● WHAT THE TASK REQUIRES:
Write out the records word for word, with no pictures.

── GIVEN INFORMATION

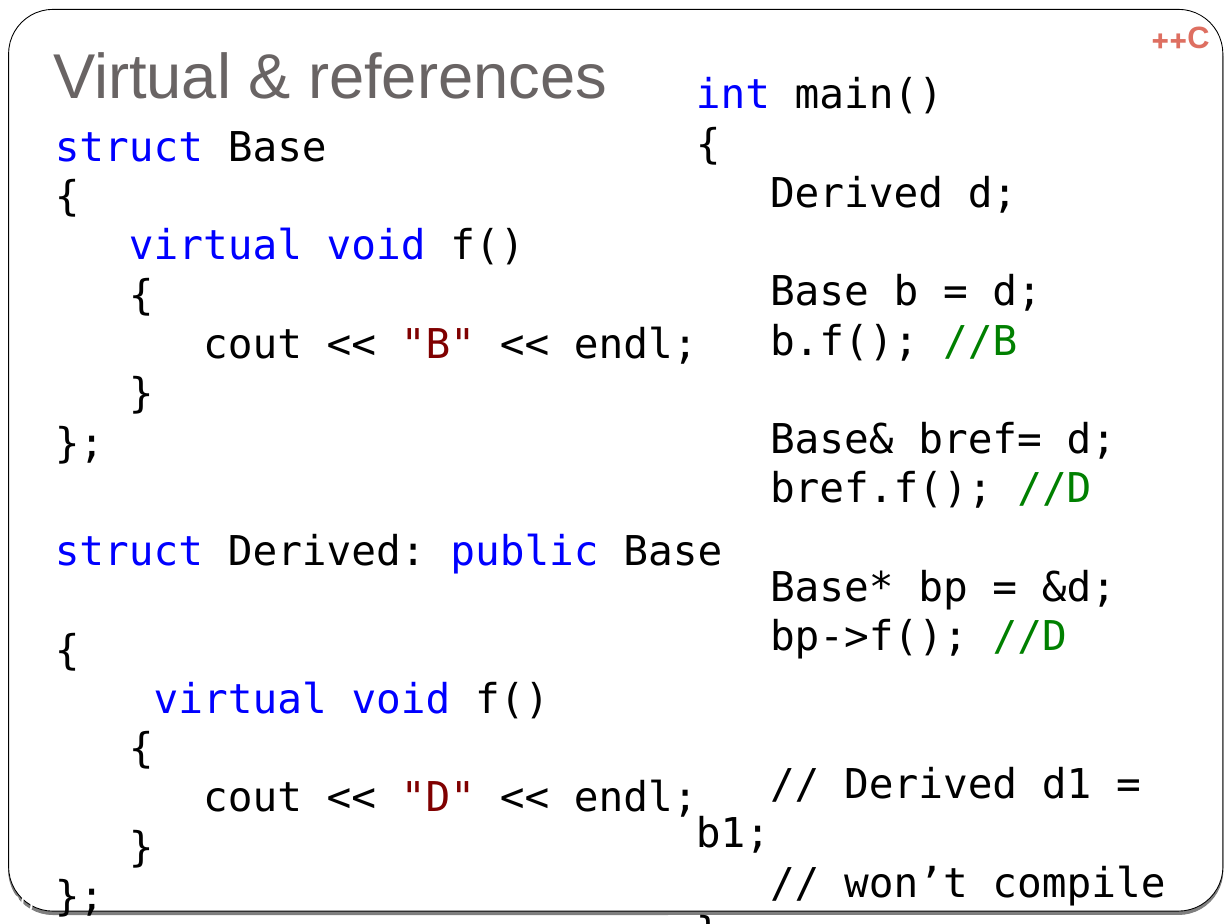
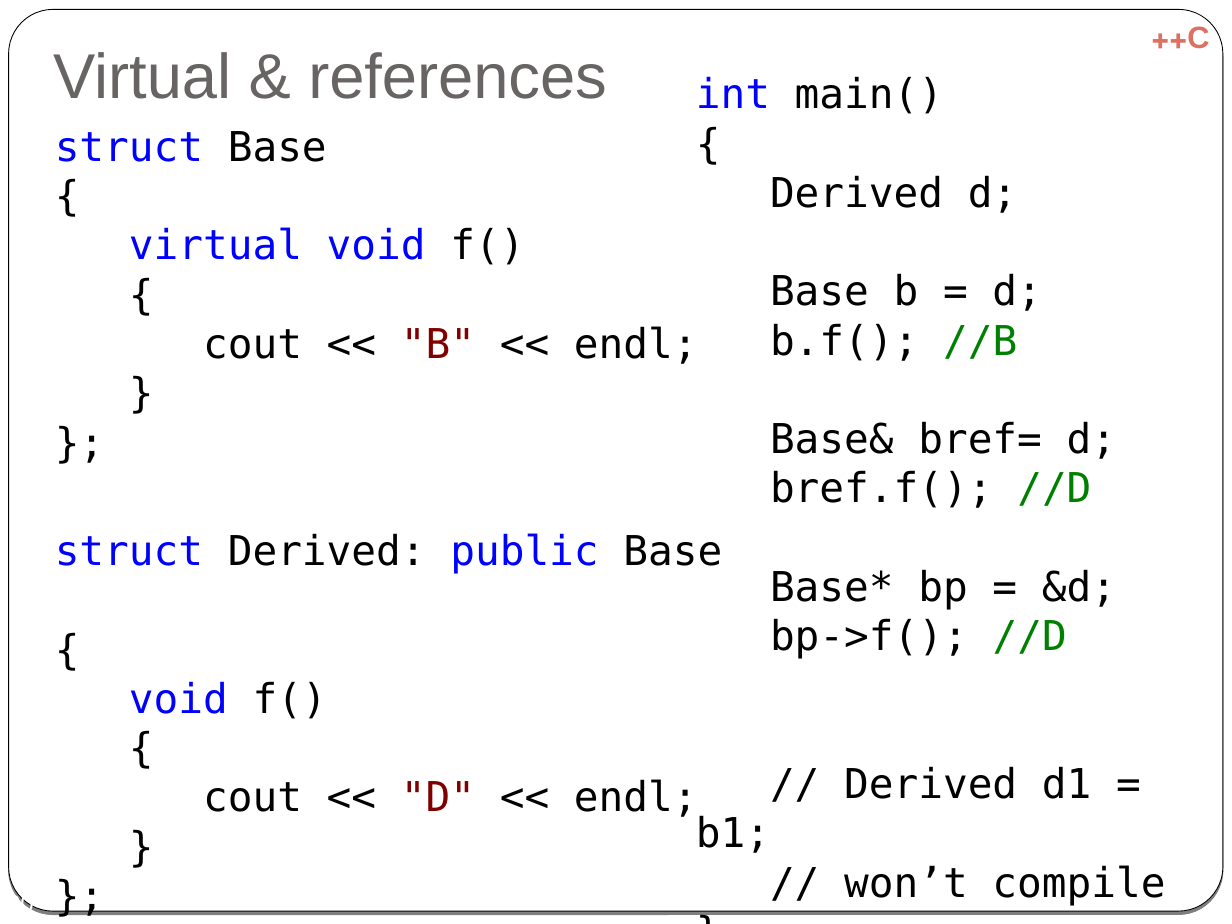
Before and after one commit to cpp-at-ariel/cpp-5780, a slide deck: slide 20 of 06-inheritance/slides-virtual.odp. Drawn at 1232x924 pixels with LibreOffice and Linux fonts; fonts in the diff are those of the drawing. Boxes give left, top, right and bottom in pixels: in the first picture for what was removed or moved away, otherwise in the second. Text is boxed around its words. In the diff, an @@ line names an element or a change of style, - is before the commit and + after.

Commit message:
virtual slides

```diff
--- a/06-inheritance/slides-virtual.odp
+++ b/06-inheritance/slides-virtual.odp
@@ text at (55,533,722,817): text changed @@
-struct Derived: public Base
-{
-virtual void f()
-{
-cout << "D" << endl;
-}
-};
+struct Derived: public Base
+{
+void f()
+{
+cout << "D" << endl;
+}
+};
```
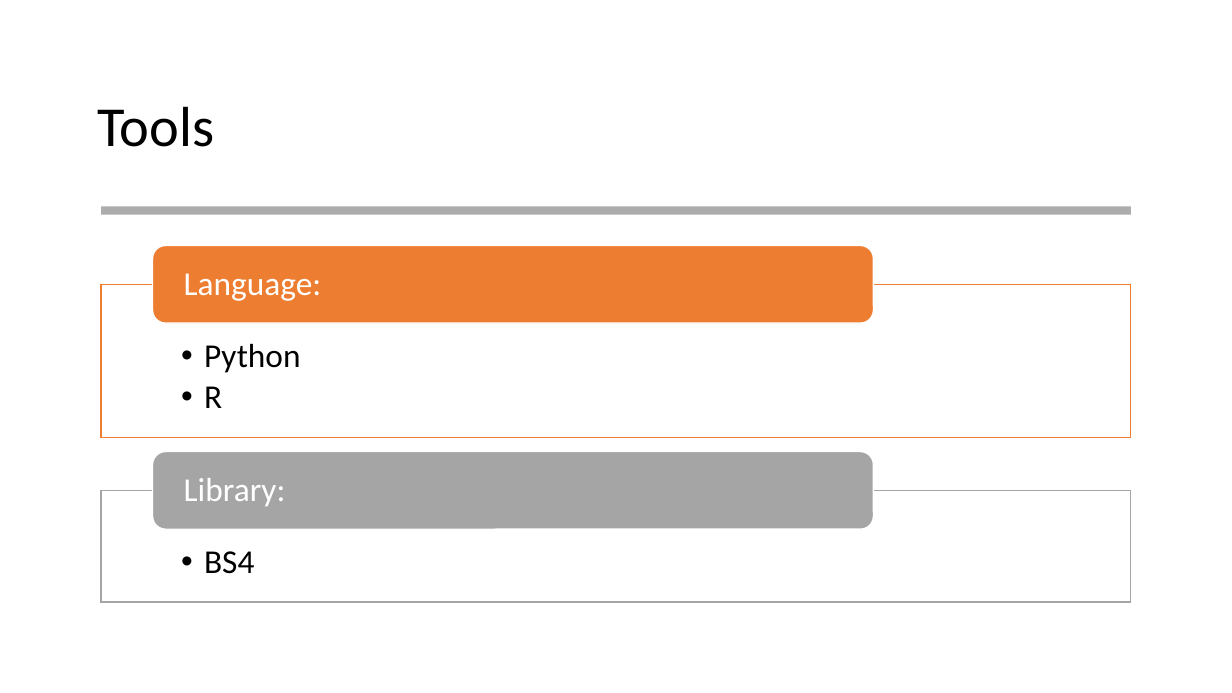
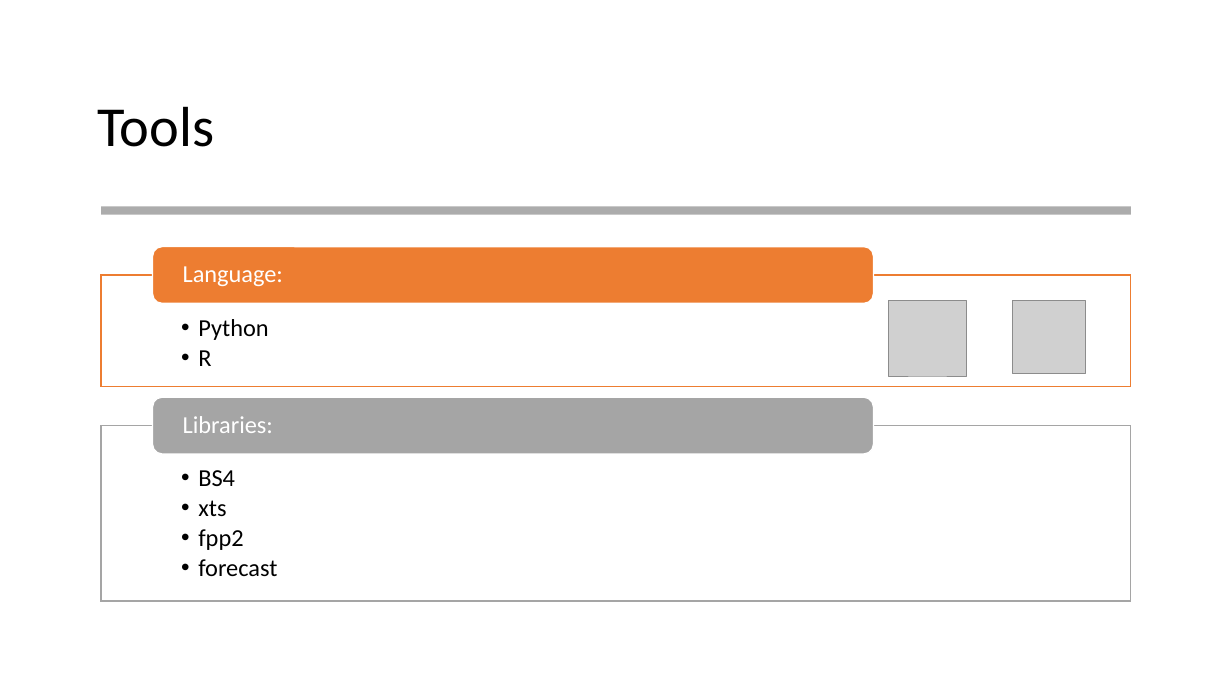
Before and after one commit to ab116893/it630_final_project, a slide deck: slide 3 of NBA Stat Anaylsis.pptx. Drawn at 1232x693 pixels with LibreOffice and Linux fonts; fonts in the diff are those of the drawing; grey boxes stand for pictures. Boxes give left, top, right and bottom in pixels: in the first picture for what was removed or moved away, otherwise in the second. Text is boxed around its words. In the diff, an @@ line names an element or a change of style, - is before the commit and + after.

```diff
--- a/NBA Stat Anaylsis.pptx
+++ b/NBA Stat Anaylsis.pptx
@@ rounded rectangle: place and size @@
-rounded rectangle at (152, 246, 873, 323)
+rounded rectangle at (152, 247, 873, 303)
@@ text "Language:" at (183, 266, 283, 286): size 26 to 19 pt; less space between paragraphs @@
@@ text "Python": place and size @@
-text "Python" at (204, 344, 300, 408)
+text "Python" at (198, 319, 268, 366)
@@ text "Python" at (198, 319, 268, 366): size 26 to 19 pt; indent changed; less space between paragraphs @@
@@ rectangle: place and size @@
-rectangle at (101, 285, 1130, 438)
+rectangle at (101, 275, 1130, 387)
@@ picture added at (888, 300, 967, 376) @@
@@ picture added at (1013, 300, 1086, 373) @@
@@ rounded rectangle: place and size @@
-rounded rectangle at (152, 452, 873, 530)
+rounded rectangle at (152, 397, 873, 454)
@@ text added at (183, 416, 273, 433), 19 pt, text #FFFFFF @@
+Libraries:
@@ rectangle: place and size @@
-rectangle at (101, 491, 1130, 603)
+rectangle at (101, 426, 1130, 602)
@@ text "BS4": place and size @@
-text "BS4" at (204, 551, 254, 574)
+text "BS4" at (198, 470, 277, 576)
@@ text removed at (184, 478, 286, 506) @@
-Library:
@@ text at (198, 470, 235, 486): size 26 to 19 pt in "BS4"; indent changed; less space between paragraphs @@
@@ text at (198, 500, 277, 576): paragraphs added @@
+  • xts
+  • fpp2
+  • forecast
```
Also in this commit, not shown: 3 other slides changed, 3 slides added, 1 slide removed, 1 other file.
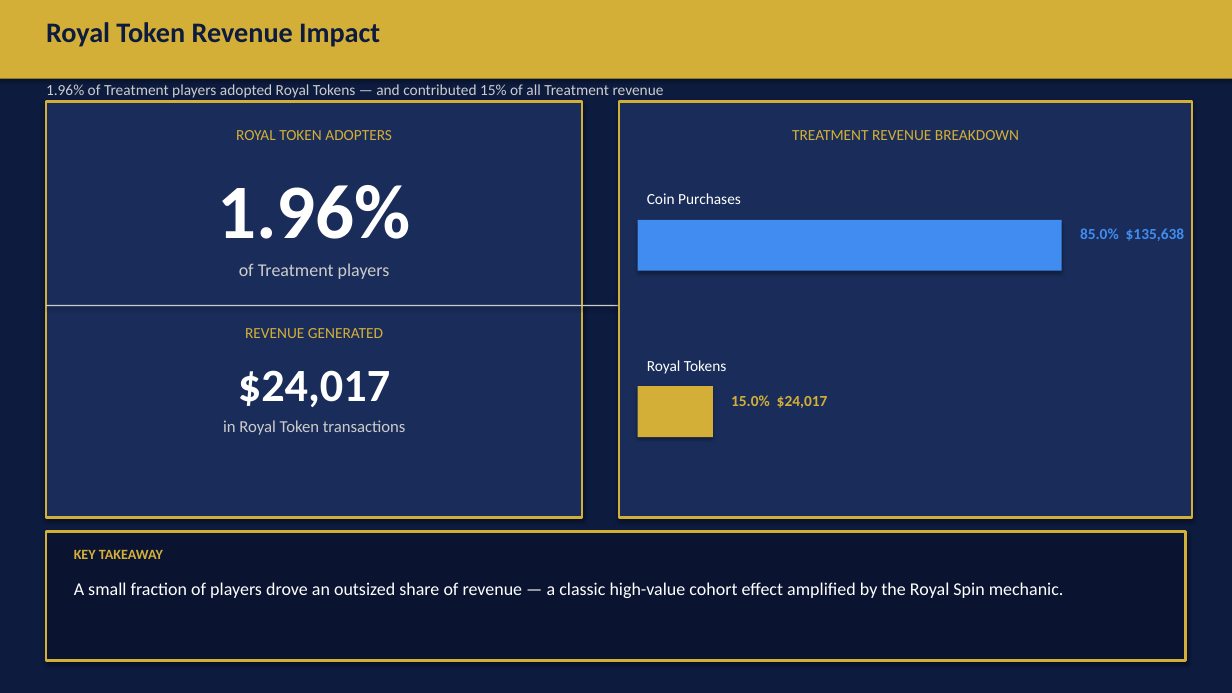
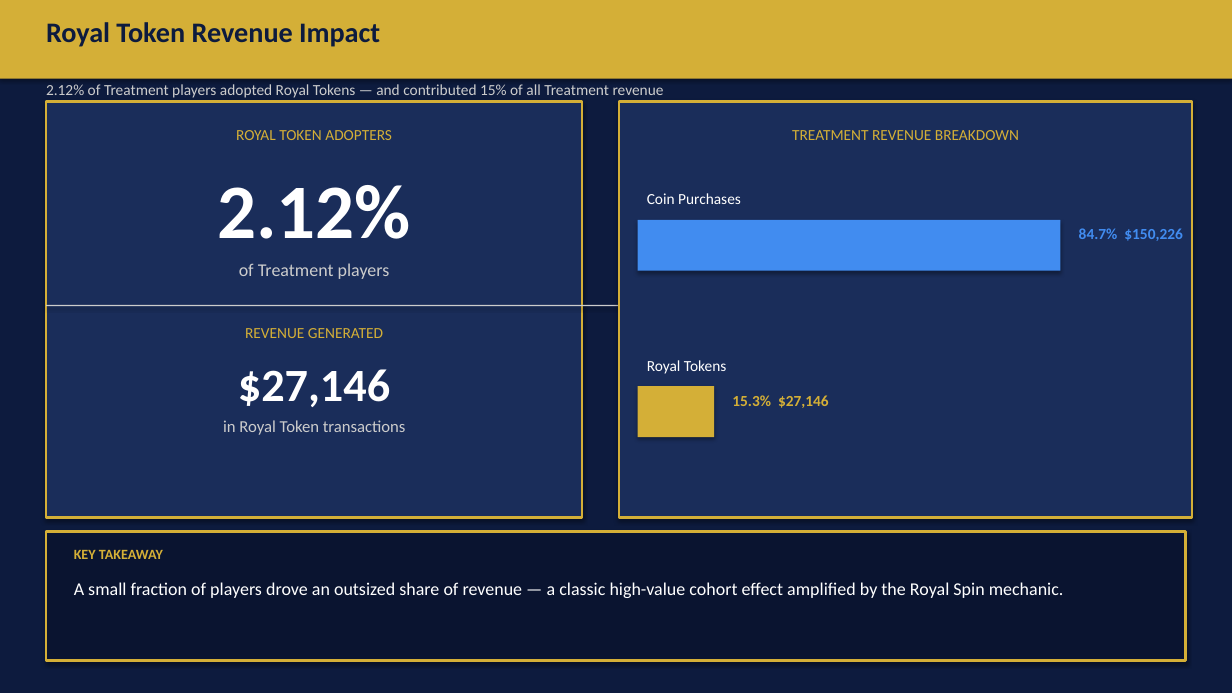
Before and after one commit to DannyEzersky/royal-flush-casino, a slide deck: slide 5 of exports/royal_spin_ab_test.pptx. Drawn at 1232x693 pixels with LibreOffice and Linux fonts; fonts in the diff are those of the drawing. Boxes give left, top, right and bottom in pixels: in the first picture for what was removed or moved away, otherwise in the second. Text is boxed around its words. In the diff, an @@ line names an element or a change of style, - is before the commit and + after.

```diff
--- a/exports/royal_spin_ab_test.pptx
+++ b/exports/royal_spin_ab_test.pptx
@@ text at (x1=46, y1=84, x2=664, y2=98): text changed @@
-1.96% of Treatment players adopted Royal Tokens — and contributed 15% of all Treatment revenue
+2.12% of Treatment players adopted Royal Tokens — and contributed 15% of all Treatment revenue
@@ text at (x1=217, y1=185, x2=411, y2=239): text changed @@
-1.96%
+2.12%
@@ text at (x1=1079, y1=228, x2=1183, y2=241): text changed @@
-85.0% $135,638
+84.7% $150,226
@@ text at (x1=238, y1=369, x2=390, y2=407): text changed @@
-$24,017
+$27,146
@@ text at (x1=732, y1=395, x2=829, y2=408): text changed @@
-15.0% $24,017
+15.3% $27,146
```
Also in this commit, not shown: 7 other slides changed, 5 other files.
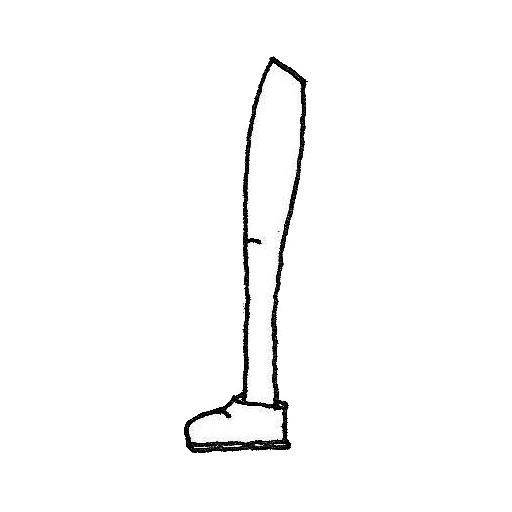
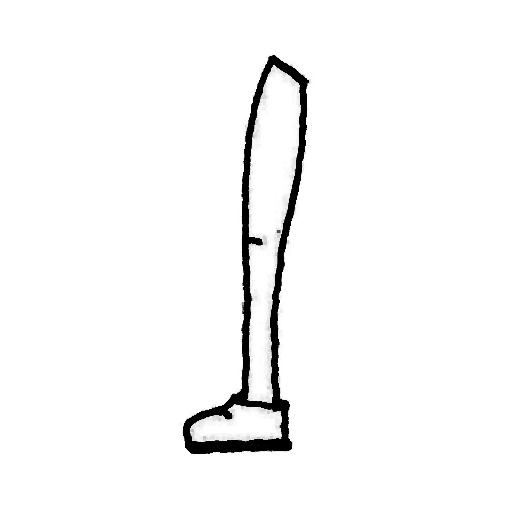
Before/after of a w=512, h=512 layered artwork. What changed in the layer stack:
painted on "Layer 1" over [179, 52, 314, 456]

────

● PROBLEM SOLUTION:
Before and after one commit to cpp-at-ariel/cpp-5780, a slide deck: slide 20 of 06-inheritance/slides-virtual.odp. Drawn at 1232x924 pixels with LibreOffice and Linux fonts; fonts in the diff are those of the drawing. Boxes give left, top, right and bottom in pixels: in the first picture for what was removed or moved away, otherwise in the second. Text is boxed around its words. In the diff, an @@ line names an element or a change of style, - is before the commit and + after.

Commit message:
virtual slides

```diff
--- a/06-inheritance/slides-virtual.odp
+++ b/06-inheritance/slides-virtual.odp
@@ text at (55,533,722,817): text changed @@
-struct Derived: public Base
-{
-virtual void f()
-{
-cout << "D" << endl;
-}
-};
+struct Derived: public Base
+{
+void f()
+{
+cout << "D" << endl;
+}
+};
```
Before and after one commit to ab116893/it630_final_project, a slide deck: slide 3 of NBA Stat Anaylsis.pptx. Drawn at 1232x693 pixels with LibreOffice and Linux fonts; fonts in the diff are those of the drawing; grey boxes stand for pictures. Boxes give left, top, right and bottom in pixels: in the first picture for what was removed or moved away, otherwise in the second. Text is boxed around its words. In the diff, an @@ line names an element or a change of style, - is before the commit and + after.

```diff
--- a/NBA Stat Anaylsis.pptx
+++ b/NBA Stat Anaylsis.pptx
@@ rounded rectangle: place and size @@
-rounded rectangle at (152, 246, 873, 323)
+rounded rectangle at (152, 247, 873, 303)
@@ text "Language:" at (183, 266, 283, 286): size 26 to 19 pt; less space between paragraphs @@
@@ text "Python": place and size @@
-text "Python" at (204, 344, 300, 408)
+text "Python" at (198, 319, 268, 366)
@@ text "Python" at (198, 319, 268, 366): size 26 to 19 pt; indent changed; less space between paragraphs @@
@@ rectangle: place and size @@
-rectangle at (101, 285, 1130, 438)
+rectangle at (101, 275, 1130, 387)
@@ picture added at (888, 300, 967, 376) @@
@@ picture added at (1013, 300, 1086, 373) @@
@@ rounded rectangle: place and size @@
-rounded rectangle at (152, 452, 873, 530)
+rounded rectangle at (152, 397, 873, 454)
@@ text added at (183, 416, 273, 433), 19 pt, text #FFFFFF @@
+Libraries:
@@ rectangle: place and size @@
-rectangle at (101, 491, 1130, 603)
+rectangle at (101, 426, 1130, 602)
@@ text "BS4": place and size @@
-text "BS4" at (204, 551, 254, 574)
+text "BS4" at (198, 470, 277, 576)
@@ text removed at (184, 478, 286, 506) @@
-Library:
@@ text at (198, 470, 235, 486): size 26 to 19 pt in "BS4"; indent changed; less space between paragraphs @@
@@ text at (198, 500, 277, 576): paragraphs added @@
+  • xts
+  • fpp2
+  • forecast
```
Also in this commit, not shown: 3 other slides changed, 3 slides added, 1 slide removed, 1 other file.
Before and after one commit to DannyEzersky/royal-flush-casino, a slide deck: slide 5 of exports/royal_spin_ab_test.pptx. Drawn at 1232x693 pixels with LibreOffice and Linux fonts; fonts in the diff are those of the drawing. Boxes give left, top, right and bottom in pixels: in the first picture for what was removed or moved away, otherwise in the second. Text is boxed around its words. In the diff, an @@ line names an element or a change of style, - is before the commit and + after.

```diff
--- a/exports/royal_spin_ab_test.pptx
+++ b/exports/royal_spin_ab_test.pptx
@@ text at (x1=46, y1=84, x2=664, y2=98): text changed @@
-1.96% of Treatment players adopted Royal Tokens — and contributed 15% of all Treatment revenue
+2.12% of Treatment players adopted Royal Tokens — and contributed 15% of all Treatment revenue
@@ text at (x1=217, y1=185, x2=411, y2=239): text changed @@
-1.96%
+2.12%
@@ text at (x1=1079, y1=228, x2=1183, y2=241): text changed @@
-85.0% $135,638
+84.7% $150,226
@@ text at (x1=238, y1=369, x2=390, y2=407): text changed @@
-$24,017
+$27,146
@@ text at (x1=732, y1=395, x2=829, y2=408): text changed @@
-15.0% $24,017
+15.3% $27,146
```
Also in this commit, not shown: 7 other slides changed, 5 other files.
Before/after of a w=512, h=512 layered artwork. What changed in the layer stack:
painted on "Layer 1" over [179, 52, 314, 456]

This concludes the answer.